Innovation in Mobile Browsers, and the iPhone

Warning This article was written over six months ago, and may contain outdated information.

Last week I wielded the mighty power of Twitter to say this:

If you use an iPhone I feel a bit sorry for you, because you’re missing out on the really innovative stuff happening in mobile browsers.

A few people asked me what I meant by that, perhaps thinking that I was criticising iPhones in general (I wasn’t[1]), so I want to take a moment to elaborate on my statement. To do that, I’ll begin with a story.

On the day that I sent the tweet, I had earlier received this notification on my Android phone (and watch):

Android phone and watch showing a Facebook notification

The content of the message isn’t relevant; the important thing here is that this is a notification from Facebook, and I don’t have the Facebook app installed on my phone. Neither did I have the Facebook web app open in my browser at the time I got this notification.

The reason I saw this notification is that the last time I visited m.facebook.com I was shown a dialog asking if I wanted to allow notifications (I did):

chrome-notification-dialog

And the reason I saw this dialog is because Facebook have recently implemented the Notifications API, using Service Workers, on their mobile site—if your browser supports it. And my browser does, because I don’t use an iPhone.

I’ve written before about how, in my opinion, the long-term health of the open web is at risk. Paul Kinlan recently gave a talk, The Future of the Web on Mobile (I highly recommend reading this), in which he more plainly states the form of that risk – but also states the measures that are in the works to combat it. In short, to make the web more competitive with native apps while keeping its existing advantages.

These measures include details such as an improved flow for adding a home screen launcher, and making a web app feel part of the operating system with browser chrome theme colours and a loading screen background colour declared in the manifest. Beyond this, the critically important service workers allow for offline file caching, background syncing, and the push notifications that started all this ruminating – and which should soon be further extended to allow user interaction. And, slightly further in the future, new hardware APIs like Bluetooth and NFC will permit interaction with the physical web.

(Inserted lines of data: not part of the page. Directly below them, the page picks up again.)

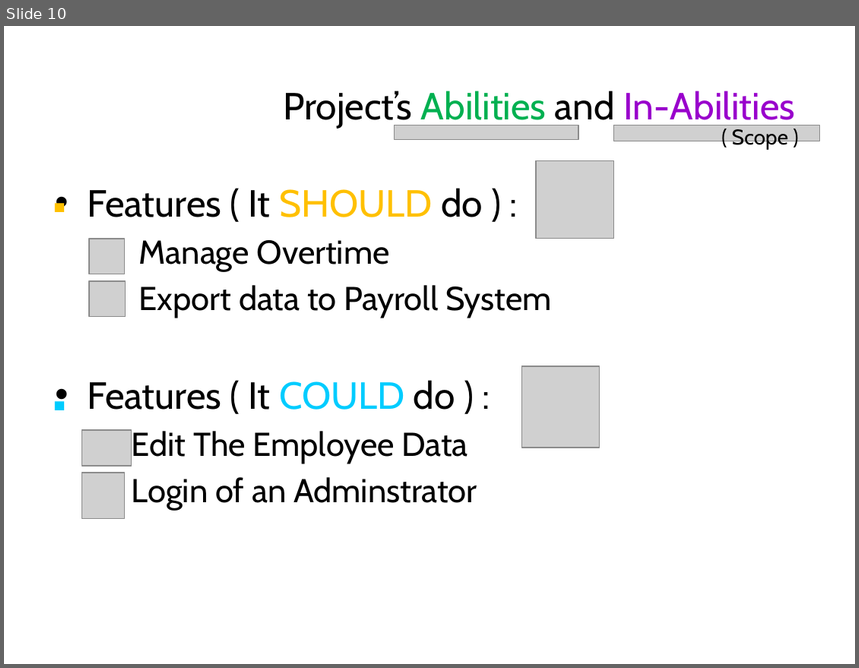
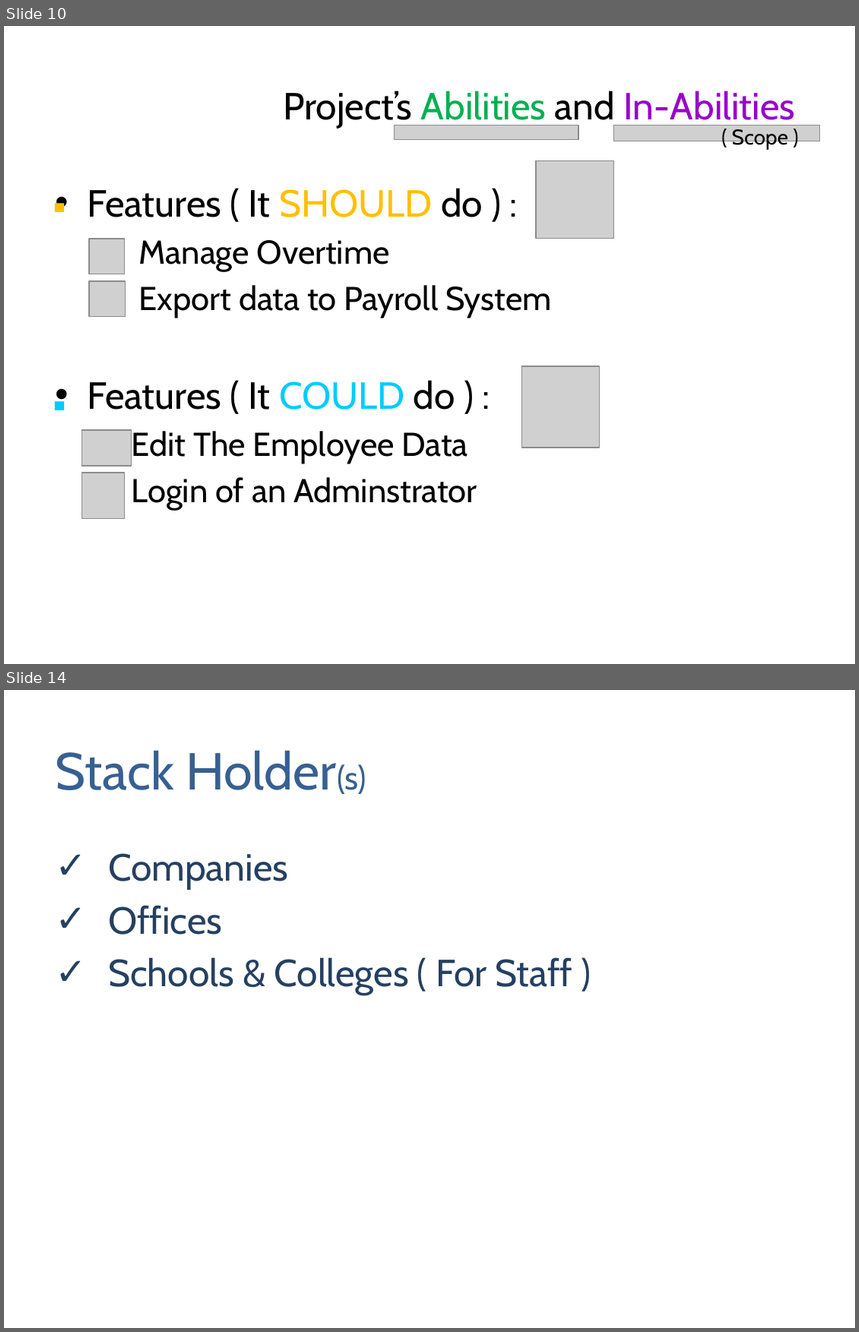
Before and after one commit to AayushShah25/Attendence-By-AI-With-Databse, a slide deck: Automated Attendance System – By AI.pptx. Shown one above the other, each under a label of ours: slide 10 before the commit, slides 10 and 14 after it; the slides between them are not shown. The pictures are 859x668 and 859x1332 pixels, drawn with LibreOffice and Linux fonts; fonts in the diff are those of the drawing; grey boxes stand for pictures. Boxes give left, top, right and bottom in pixels: in the first picture for what was removed or moved away, otherwise in the second. Text is boxed around its words. In the diff, an @@ line names an element or a change of style, - is before the commit and + after.

```diff
--- a/Automated Attendance System – By AI.pptx
+++ b/Automated Attendance System – By AI.pptx
@@ slide 14 added at (x1=4, y1=690, x2=855, y2=1328), background #FFFFFF @@
@@ title added at (x1=55, y1=750, x2=367, y2=794), 44 pt, text #376092 @@
+Stack Holder(s)
@@ text added at (x1=108, y1=853, x2=573, y2=995), 32 pt, text #254061 @@
+✓ Companies
+✓ Offices
+✓ Schools & Colleges ( For Staff )
```
Also in this commit, not shown: 4 slides changed, 2 other slides added, 1 slide removed.

The implementation of these innovations is largely being led by Chrome, but they’re also available or incoming (to varying degrees) in Firefox and Opera. And none of those browsers are available on iOS. Now, as far as I know, Apple could also be working on a lot of this in Safari – but that’s updated annually at most, so realistically, unless they change their release pattern, the earliest iPhone users will be seeing any of this is September 2016.

So that’s what I meant when I said:

If you use an iPhone I feel a bit sorry for you, because you’re missing out on the really innovative stuff happening in mobile browsers.

[1] My working title for this post was ‘iPity the Fools’, which works as a gag but sounds like flame bait, which is not my intention. iPhones are great, I just think Apple’s browser policy is awful and they don’t prioritise the web.